The next personality is the manager. Gerber defines the manager as “Pragmatic. Without the manager there would be no planning, no order, no predictability.” “If the entrepreneur lives in the future, the manager lives in the past. Where the entrepreneur craves control, the manager craves order. Where the entrepreneur thrives on change, the manager clings to status quo.
Where the entrepreneur sees the opportunity in events, the manager sees the problems.” You can see from his description of the manager that it is pretty much the opposite of what the entrepreneur is.
The final personality that Michael Gerber tells us about is that of a technician. “The technician is the doer. If you want it done right, do it yourself is the technicians credo.” “As long as the technician is working, he is happy, but only one thing at a time. He knows that two things can’t get done simultaneously” he writes.
Which personality traits do you have?
How do these three personality traits fit together in order to run a successful business? Does one of these personality traits resonate with you more so than the others? For me personally, I have always been very much in the manager and technician mindset.
I like organization and processes, just as the manager does. I used to struggle with delegating. If you want it done right, do it yourself, the mindset of the technician. But these two personalities can’t survive on their own. They need something else. The entrepreneur. Someone who just sees every problem as an opportunity. The dreamer. The visionary. Always chasing the next new thing.
We all know people like this. The entrepreneur mindset always used to drive me crazy. While I was in manager and technician mode, I didn’t have time for the entrepreneur to mess up my flow. I didn’t need new ideas disrupting my fine tuned processes. I want to grab this person by the neck and tell them to focus…..at least the old me would.
Now, I envy this person. I wish I was more like this. I have entrepreneurial traits, but of the three personalities discussed in this book, this is the one I need to work on the most.
It takes a team:
If you are more of an entrepreneurial mindset naturally, that alone is not going to get it done for you. Sure you have great ideas, but what do you do next to turn these ideas into a reality? You need the manager to pay attention to all of the little details.
Details like running an office. Paying the bills. Creating processes to carry out the entrepreneurs vision. Bring stability to the entrepreneurs whims. The manager wraps up all of the entrepreneurs ideas into a neat little package, but the manager now needs someone to take the idea and follow the processes that have been set forth to actually create this “thing,” whatever it may be. This is the technicians job.
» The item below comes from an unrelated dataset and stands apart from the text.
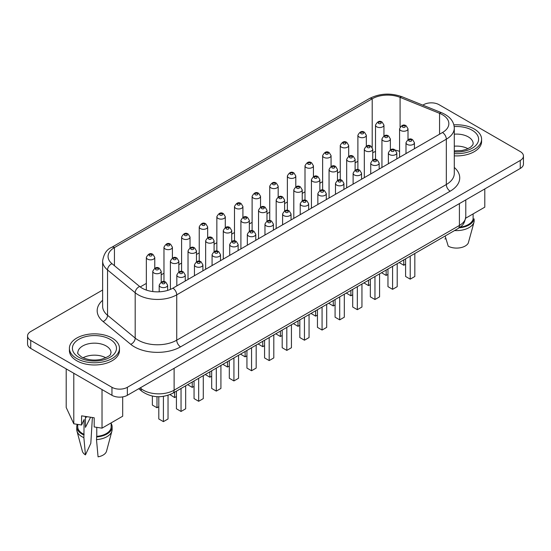 <?xml version="1.0" encoding="UTF-8"?>
<svg xmlns="http://www.w3.org/2000/svg" width="551" height="551" viewBox="0 0 551 551"><rect width="100%" height="100%" fill="white"/><g stroke="black" fill="none" stroke-linecap="round" stroke-linejoin="round"><path stroke-width="0.83" d="M83.036 357.785A16.606 9.587 180 0 1 105.847 357.785M69.398 348.301L69.398 350.526A25.043 14.457 0 0 0 76.734 360.747A25.043 14.457 0 0 0 104.022 363.88A25.043 14.457 0 0 0 119.477 350.526L119.477 348.301A25.043 14.457 180 0 1 104.022 361.663A25.043 14.457 180 0 1 76.734 358.529A25.043 14.457 180 0 1 69.398 348.301A25.043 14.457 180 0 1 84.861 334.946A25.043 14.457 180 0 1 112.149 338.08A25.043 14.457 180 0 1 119.477 348.301M467.964 148.715A16.606 9.587 -0 0 0 454.293 146.187M454.293 155.857A25.043 14.457 0 0 0 481.602 141.462L481.602 139.238A25.043 14.457 0 0 0 474.266 129.017A25.043 14.457 0 0 0 453.886 124.863M454.293 153.633A25.043 14.457 0 0 0 481.602 139.238M139.651 286.492A21.771 12.57 0 0 0 142.089 288.173A21.771 12.57 0 0 0 172.883 288.173L442.474 132.522A21.771 12.57 0 0 0 448.851 123.638A21.771 12.57 0 0 0 442.474 114.746A21.771 12.57 0 0 0 439.567 113.334L400.088 97.375A21.771 12.57 0 0 0 372.2 98.787L114.443 247.599A21.771 12.57 0 0 0 108.065 256.49A21.771 12.57 0 0 0 112.005 263.702L139.651 286.492A5.441 3.643 129.5 0 0 135.188 292.739L135.188 338.073A27.219 15.71 0 0 0 176.733 340.174L446.324 184.523A27.219 15.71 0 0 0 454.293 173.413L454.293 128.08A27.219 15.71 180 0 1 446.324 139.189L446.324 184.523A5.441 3.141 60 0 0 450.174 191.19L180.576 346.841A32.661 18.858 180 0 1 130.732 344.32L103.085 321.529A32.661 18.858 180 0 1 102.624 300.288M445.132 236L448.245 246.207A12.246 7.073 0 0 0 468.26 243.108L472.579 227.446M111.15 422.879L111.15 426.798A16.709 9.649 180 0 1 96.769 436.351L96.494 439.608L98.071 456.841A12.246 7.073 180 0 0 106.543 451.159L111.922 431.02A17.694 10.214 180 0 1 96.494 439.608M96.769 427.342L96.769 436.351M111.15 423.443A17.694 10.214 180 0 1 112.129 426.798L112.129 429.463A17.694 10.214 180 0 1 111.922 431.02M112.129 426.798A17.694 10.214 180 0 1 96.494 436.936M122.687 396.899L122.687 416.219L102.018 428.155L94.2 426.949L94.2 417.789L81.582 415.84L81.582 425L73.786 423.795L66.203 407.499L66.203 368.888M484.79 188.938L484.79 207.162L465.678 218.196M454.589 230.545A17.694 10.214 0 0 0 474.046 221.95A17.694 10.214 0 0 0 474.129 221.578L474.129 218.912L473.109 219.071L473.109 213.905M459.197 227.825A17.694 10.214 0 0 0 474.129 218.912M460.133 227.15A16.709 9.649 0 0 0 473.109 219.071M102.624 290.026L30.739 331.53A10.889 6.288 0 0 0 27.55 335.972A10.889 6.288 0 0 0 30.739 340.415L111.956 387.305A10.889 6.288 0 0 0 127.35 387.305L520.261 160.458A10.889 6.288 0 0 0 523.45 156.016A10.889 6.288 0 0 0 520.261 151.573L439.044 104.683A10.889 6.288 0 0 0 423.65 104.683L422.844 105.151M83.876 437.652A17.694 10.214 180 0 1 76.954 431.02L82.333 451.159A12.246 7.073 180 0 0 85.446 454.885L83.876 437.652L84.151 419.463L81.582 425M27.55 335.972L27.55 343.969A10.889 6.288 0 0 0 30.739 348.418L111.956 395.301A10.889 6.288 0 0 0 127.35 395.301L520.261 168.461A10.889 6.288 0 0 0 523.45 164.012L523.45 156.016M357.888 161.271L355.12 162.869M340.256 171.451L337.494 173.048M322.631 181.63L319.862 183.221M304.999 191.803L302.237 193.401M287.367 201.983L284.605 203.581M269.742 212.163L266.98 213.76M252.11 222.342L249.348 223.933M234.485 232.515L231.723 234.113M216.853 242.695L214.091 244.293M199.228 252.875L196.466 254.466M181.596 263.047L178.834 264.645M163.971 273.227L161.209 274.825M146.339 283.407L140.216 286.94M399.571 151.394A21.771 12.57 0 0 0 395.384 150.154M391.155 149.493A21.771 12.57 0 0 0 390.377 149.431M375.513 151.442A21.771 12.57 0 0 0 372.752 152.703M286.816 327.404L286.816 350.395L291.438 347.729L291.438 324.739M286.816 350.395L282.195 347.729L282.195 330.07M282.195 335.463L280.39 336.503L280.39 331.117M280.39 336.503L275.769 333.782M304.448 317.231L304.448 340.215L309.063 337.549L309.063 314.559M304.448 340.215L299.827 337.549L299.827 319.897M299.827 325.283L298.015 326.33L298.015 320.937M298.015 326.33L293.401 323.609M322.073 307.052L322.073 330.042L326.695 327.37L326.695 304.386M322.073 330.042L317.452 327.37L317.452 309.717M317.452 315.103L315.647 316.15L315.647 310.764M315.647 316.15L311.026 313.429M339.705 296.872L339.705 319.862L344.32 317.197L344.32 294.206M339.705 319.862L335.084 317.197L335.084 299.537M335.084 304.93L333.272 305.97L333.272 300.584M333.272 305.97L328.658 303.25M357.33 286.692L357.33 309.683L361.952 307.017L361.952 284.027M357.33 309.683L352.709 307.017L352.709 289.365M352.709 294.751L350.904 295.797L350.904 290.405M350.904 295.797L346.283 293.07M374.962 276.519L374.962 299.503L379.577 296.837L379.577 273.847M374.962 299.503L370.341 296.837L370.341 279.185M370.341 284.571L368.529 285.618L368.529 280.225M368.529 285.618L363.915 282.897M392.587 266.34L392.587 289.33L397.209 286.658L397.209 263.674M392.587 289.33L387.966 286.658L387.966 269.005M387.966 274.391L386.161 275.438L386.161 270.052M386.161 275.438L381.54 272.717M410.219 256.16L410.219 279.15L414.834 276.485L414.834 253.494M410.219 279.15L405.598 276.485L405.598 258.825M405.598 264.218L403.787 265.258L403.787 259.872M403.787 265.258L399.172 262.538M269.184 337.584L269.184 360.574L273.806 357.909L273.806 334.918M269.184 360.574L264.57 357.909L264.57 340.249M264.57 345.642L262.758 346.682L262.758 341.296M262.758 346.682L258.144 343.962M251.559 347.764L251.559 370.747L256.181 368.082L256.181 345.098M251.559 370.747L246.938 368.082L246.938 350.429M246.938 355.815L245.133 356.862L245.133 351.476M245.133 356.862L240.511 354.141M233.927 357.936L233.927 380.927L238.549 378.262L238.549 355.271M233.927 380.927L229.312 378.262L229.312 360.609M229.312 365.995L227.501 367.042L227.501 361.649M227.501 367.042L222.886 364.314M216.302 368.116L216.302 391.107L220.923 388.441L220.923 365.451M216.302 391.107L211.68 388.441L211.68 370.782M211.68 376.175L209.876 377.215L209.876 371.829M209.876 377.215L205.254 374.494M198.67 378.296L198.67 401.286L203.291 398.614L203.291 375.63M198.67 401.286L194.055 398.614L194.055 380.961M194.055 386.347L192.244 387.394L192.244 382.008M192.244 387.394L187.629 384.674M181.045 388.476L181.045 411.459L185.666 408.794L185.666 385.803M181.045 411.459L176.423 408.794L176.423 391.141M176.423 396.527L174.619 397.574L174.619 392.181M174.619 397.574L169.997 394.612M163.413 396.389L163.413 421.639L168.034 418.974L168.034 395.329M163.413 421.639L158.798 418.974L158.798 396.734M158.798 406.707L156.987 407.747L156.987 396.686M156.987 407.747L152.372 405.081L152.372 396.1M102.018 428.155L102.018 389.571M73.786 423.795L73.786 373.268M444.864 238.92L445.952 238.755M85.446 454.885L90.812 443.328L92.389 417.513M76.954 431.02A17.694 10.214 180 0 1 76.747 429.463L76.747 426.798A17.694 10.214 180 0 1 77.271 424.332M83.876 434.987A17.694 10.214 180 0 1 76.747 426.798M84.151 434.395A16.709 9.649 180 0 1 77.732 426.798L77.732 424.401M85.433 416.439L85.433 427.369L90.288 417.885M85.433 417.686A12.308 7.101 180 0 1 87.327 416.728M77.836 352.75A16.606 9.587 180 0 1 88.084 343.893A16.606 9.587 180 0 1 106.178 345.973A16.606 9.587 180 0 1 111.04 352.75C109.835 354.004 113.224 355.044 101.811 359.162C94.744 360.85 88.002 360.14 81.576 357.034C78.228 354.307 76.982 352.881 77.836 352.75M78.855 357.303A22.047 12.728 180 0 1 78.855 339.306A22.047 12.728 180 0 1 110.028 339.306A22.047 12.728 180 0 1 110.028 357.303A22.047 12.728 180 0 1 78.855 357.303M454.293 150.884L461.883 150.526L466.325 149.376L470.63 147.186L472.772 144.961L473.164 143.68A16.606 9.587 -0 0 0 468.302 136.903A16.606 9.587 -0 0 0 454.293 134.182M454.293 151.897A22.047 12.728 -0 0 0 476.463 144.706A22.047 12.728 -0 0 0 472.145 130.236A22.047 12.728 -0 0 0 454.21 126.578M146.339 257.413C148.288 253.687 150.499 252.695 152.978 254.445L154.776 257.413A4.222 2.438 180 0 1 152.172 259.666A4.222 2.438 180 0 1 147.578 259.135A4.222 2.438 180 0 1 146.339 257.413L146.339 290.081M149.5 255.802A1.495 0.861 0 0 0 151.621 255.802A1.495 0.861 0 0 0 151.621 254.583A1.495 0.861 0 0 0 149.5 254.583A1.495 0.861 0 0 0 149.5 255.802M163.971 247.234C165.92 243.508 168.131 242.516 170.61 244.265L172.408 247.234A4.222 2.438 180 0 1 169.804 249.486A4.222 2.438 180 0 1 165.204 248.956A4.222 2.438 180 0 1 163.971 247.234L163.971 281.637M167.132 245.629A1.495 0.861 0 0 0 169.247 245.629A1.495 0.861 0 0 0 169.247 244.403A1.495 0.861 0 0 0 167.132 244.403A1.495 0.861 0 0 0 167.132 245.629M181.596 237.061C183.545 233.328 185.756 232.336 188.235 234.092L190.033 237.061A4.222 2.438 180 0 1 187.43 239.306A4.222 2.438 180 0 1 182.836 238.783A4.222 2.438 180 0 1 181.596 237.061L181.596 271.457M184.757 235.449A1.495 0.861 0 0 0 186.879 235.449A1.495 0.861 0 0 0 186.879 234.223A1.495 0.861 0 0 0 184.757 234.223A1.495 0.861 0 0 0 184.757 235.449M199.228 226.881C201.177 223.148 203.388 222.163 205.867 223.913L207.665 226.881A4.222 2.438 180 0 1 205.062 229.133A4.222 2.438 180 0 1 200.461 228.603A4.222 2.438 180 0 1 199.228 226.881L199.228 261.277M202.389 225.269A1.495 0.861 0 0 0 204.504 225.269A1.495 0.861 0 0 0 204.504 224.05A1.495 0.861 0 0 0 202.389 224.05A1.495 0.861 0 0 0 202.389 225.269M216.853 216.701C218.802 212.975 221.013 211.983 223.492 213.733L225.29 216.701A4.222 2.438 180 0 1 222.687 218.954A4.222 2.438 180 0 1 218.093 218.423A4.222 2.438 180 0 1 216.853 216.701L216.853 251.104M220.014 215.09A1.495 0.861 0 0 0 222.136 215.09A1.495 0.861 0 0 0 222.136 213.871A1.495 0.861 0 0 0 220.014 213.871A1.495 0.861 0 0 0 220.014 215.09M234.485 206.529C236.434 202.796 238.645 201.804 241.124 203.56L242.922 206.529A4.222 2.438 180 0 1 240.319 208.774A4.222 2.438 180 0 1 235.718 208.25A4.222 2.438 180 0 1 234.485 206.529L234.485 240.925M237.646 204.917A1.495 0.861 0 0 0 239.761 204.917A1.495 0.861 0 0 0 239.761 203.691A1.495 0.861 0 0 0 237.646 203.691A1.495 0.861 0 0 0 237.646 204.917M375.513 125.105C377.463 121.372 379.673 120.38 382.153 122.136L383.951 125.105A4.222 2.438 180 0 1 381.347 127.35A4.222 2.438 180 0 1 376.746 126.826A4.222 2.438 180 0 1 375.513 125.105L375.513 159.501M378.675 123.493A1.495 0.861 0 0 0 380.789 123.493A1.495 0.861 0 0 0 380.789 122.267A1.495 0.861 0 0 0 378.675 122.267A1.495 0.861 0 0 0 378.675 123.493M357.888 135.277C359.831 131.551 362.041 130.559 364.521 132.316L366.325 135.277A4.222 2.438 180 0 1 363.715 137.53A4.222 2.438 180 0 1 359.121 137.006A4.222 2.438 180 0 1 357.888 135.277L357.888 169.68M361.043 133.673A1.495 0.861 0 0 0 363.164 133.673A1.495 0.861 0 0 0 363.164 132.447A1.495 0.861 0 0 0 361.043 132.447A1.495 0.861 0 0 0 361.043 133.673M340.256 145.457C342.205 141.731 344.416 140.739 346.896 142.489L348.693 145.457A4.222 2.438 180 0 1 346.09 147.709A4.222 2.438 180 0 1 341.489 147.179A4.222 2.438 180 0 1 340.256 145.457L340.256 179.86M343.418 143.845A1.495 0.861 0 0 0 345.532 143.845A1.495 0.861 0 0 0 345.532 142.626A1.495 0.861 0 0 0 343.418 142.626A1.495 0.861 0 0 0 343.418 143.845M322.631 155.637C324.573 151.904 326.784 150.919 329.264 152.668L331.068 155.637A4.222 2.438 180 0 1 328.458 157.889A4.222 2.438 180 0 1 323.864 157.359A4.222 2.438 180 0 1 322.631 155.637L322.631 190.033M325.786 154.025A1.495 0.861 0 0 0 327.907 154.025A1.495 0.861 0 0 0 327.907 152.806A1.495 0.861 0 0 0 325.786 152.806A1.495 0.861 0 0 0 325.786 154.025M304.999 165.817C306.948 162.084 309.159 161.092 311.639 162.848L313.436 165.817A4.222 2.438 180 0 1 310.833 168.062A4.222 2.438 180 0 1 306.232 167.538A4.222 2.438 180 0 1 304.999 165.817L304.999 200.213M308.161 164.205A1.495 0.861 0 0 0 310.275 164.205A1.495 0.861 0 0 0 310.275 162.979A1.495 0.861 0 0 0 308.161 162.979A1.495 0.861 0 0 0 308.161 164.205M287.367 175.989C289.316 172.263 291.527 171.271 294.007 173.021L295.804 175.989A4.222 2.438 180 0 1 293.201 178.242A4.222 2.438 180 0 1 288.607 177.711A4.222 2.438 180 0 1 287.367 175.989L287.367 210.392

Technicians are the doers. They are good at making things. Or following processes to achieve a specific result. A mechanic. A chef. A bookkeeper. These are all examples of technicians. In the book the subject is a baker. Someone who is great at making pies, or pastries.
Over time technicians may get really good at what they do and start feeling the desire to perform their craft for themselves instead of working for someone else. Here is where the problem lies with small businesses. According to Michael Gerber, the reason that most small businesses fail is because they are run by technicians. I agree with this assessment. Again, the technicians are great at what they do, but that is not enough for the business to succeed. There are a lot of moving parts to a business and making the product or performing the tasks is just one piece of it.
You can quickly see that possessing only one or two of these personality traits will leave you with an incomplete business. Whether it be making widgets, baking pies, fixing appliances, whatever your business does. You need all three traits to close the loop to make sure you have the ideas that an entrepreneur possesses. The organization that a manager would have to keep up on all of the details. The ability to actually get your product created like the technician would do.
I highly recommend picking up a copy of the E-Myth Revisited. It is available as an audio book as well, for those who prefer to listen. The book goes into much more detail about these three personality types that every business needs, and more.